- _Exercise requirements_
The entries below are to be written out exactly, with no images included.

---- Supplied records

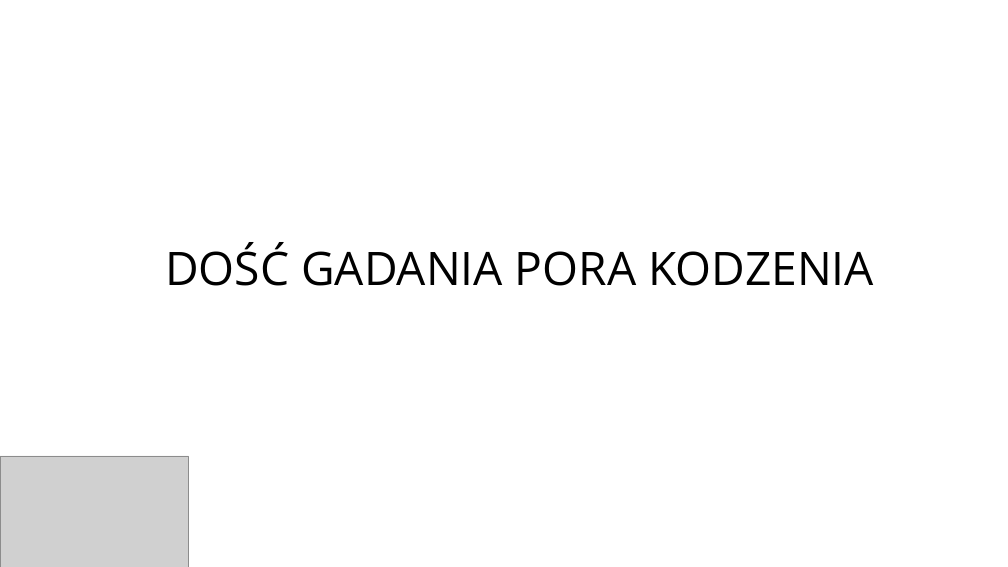
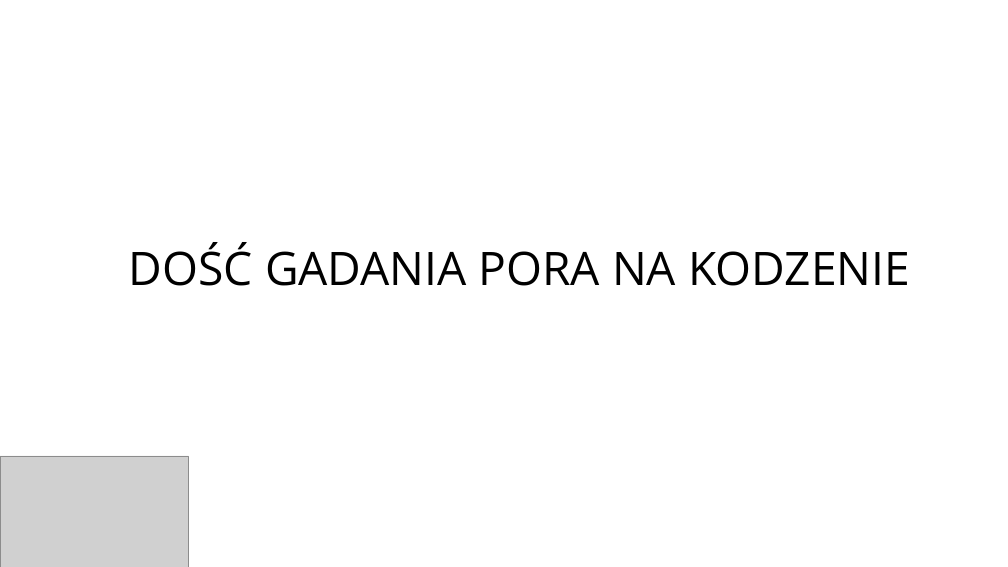
Before and after one commit to mkonicki/MeetUp, a slide deck: slide 14 of GREENDAO.pptx. Drawn at 1008x567 pixels with LibreOffice and Linux fonts; fonts in the diff are those of the drawing; grey boxes stand for pictures. Boxes give left, top, right and bottom in pixels: in the first picture for what was removed or moved away, otherwise in the second. Text is boxed around its words. In the diff, an @@ line names an element or a change of style, - is before the commit and + after.

```diff
--- a/GREENDAO.pptx
+++ b/GREENDAO.pptx
@@ title at bbox=[129, 242, 910, 286]: text changed @@
-DOŚĆ GADANIA PORA KODZENIA
+DOŚĆ GADANIA PORA NA KODZENIE
```
Also in this commit, not shown: 5 other slides changed.

--------

- _Exercise solution_
Before and after one commit to mkonicki/MeetUp, a slide deck: slide 14 of GREENDAO.pptx. Drawn at 1008x567 pixels with LibreOffice and Linux fonts; fonts in the diff are those of the drawing; grey boxes stand for pictures. Boxes give left, top, right and bottom in pixels: in the first picture for what was removed or moved away, otherwise in the second. Text is boxed around its words. In the diff, an @@ line names an element or a change of style, - is before the commit and + after.

```diff
--- a/GREENDAO.pptx
+++ b/GREENDAO.pptx
@@ title at bbox=[129, 242, 910, 286]: text changed @@
-DOŚĆ GADANIA PORA KODZENIA
+DOŚĆ GADANIA PORA NA KODZENIE
```
Also in this commit, not shown: 5 other slides changed.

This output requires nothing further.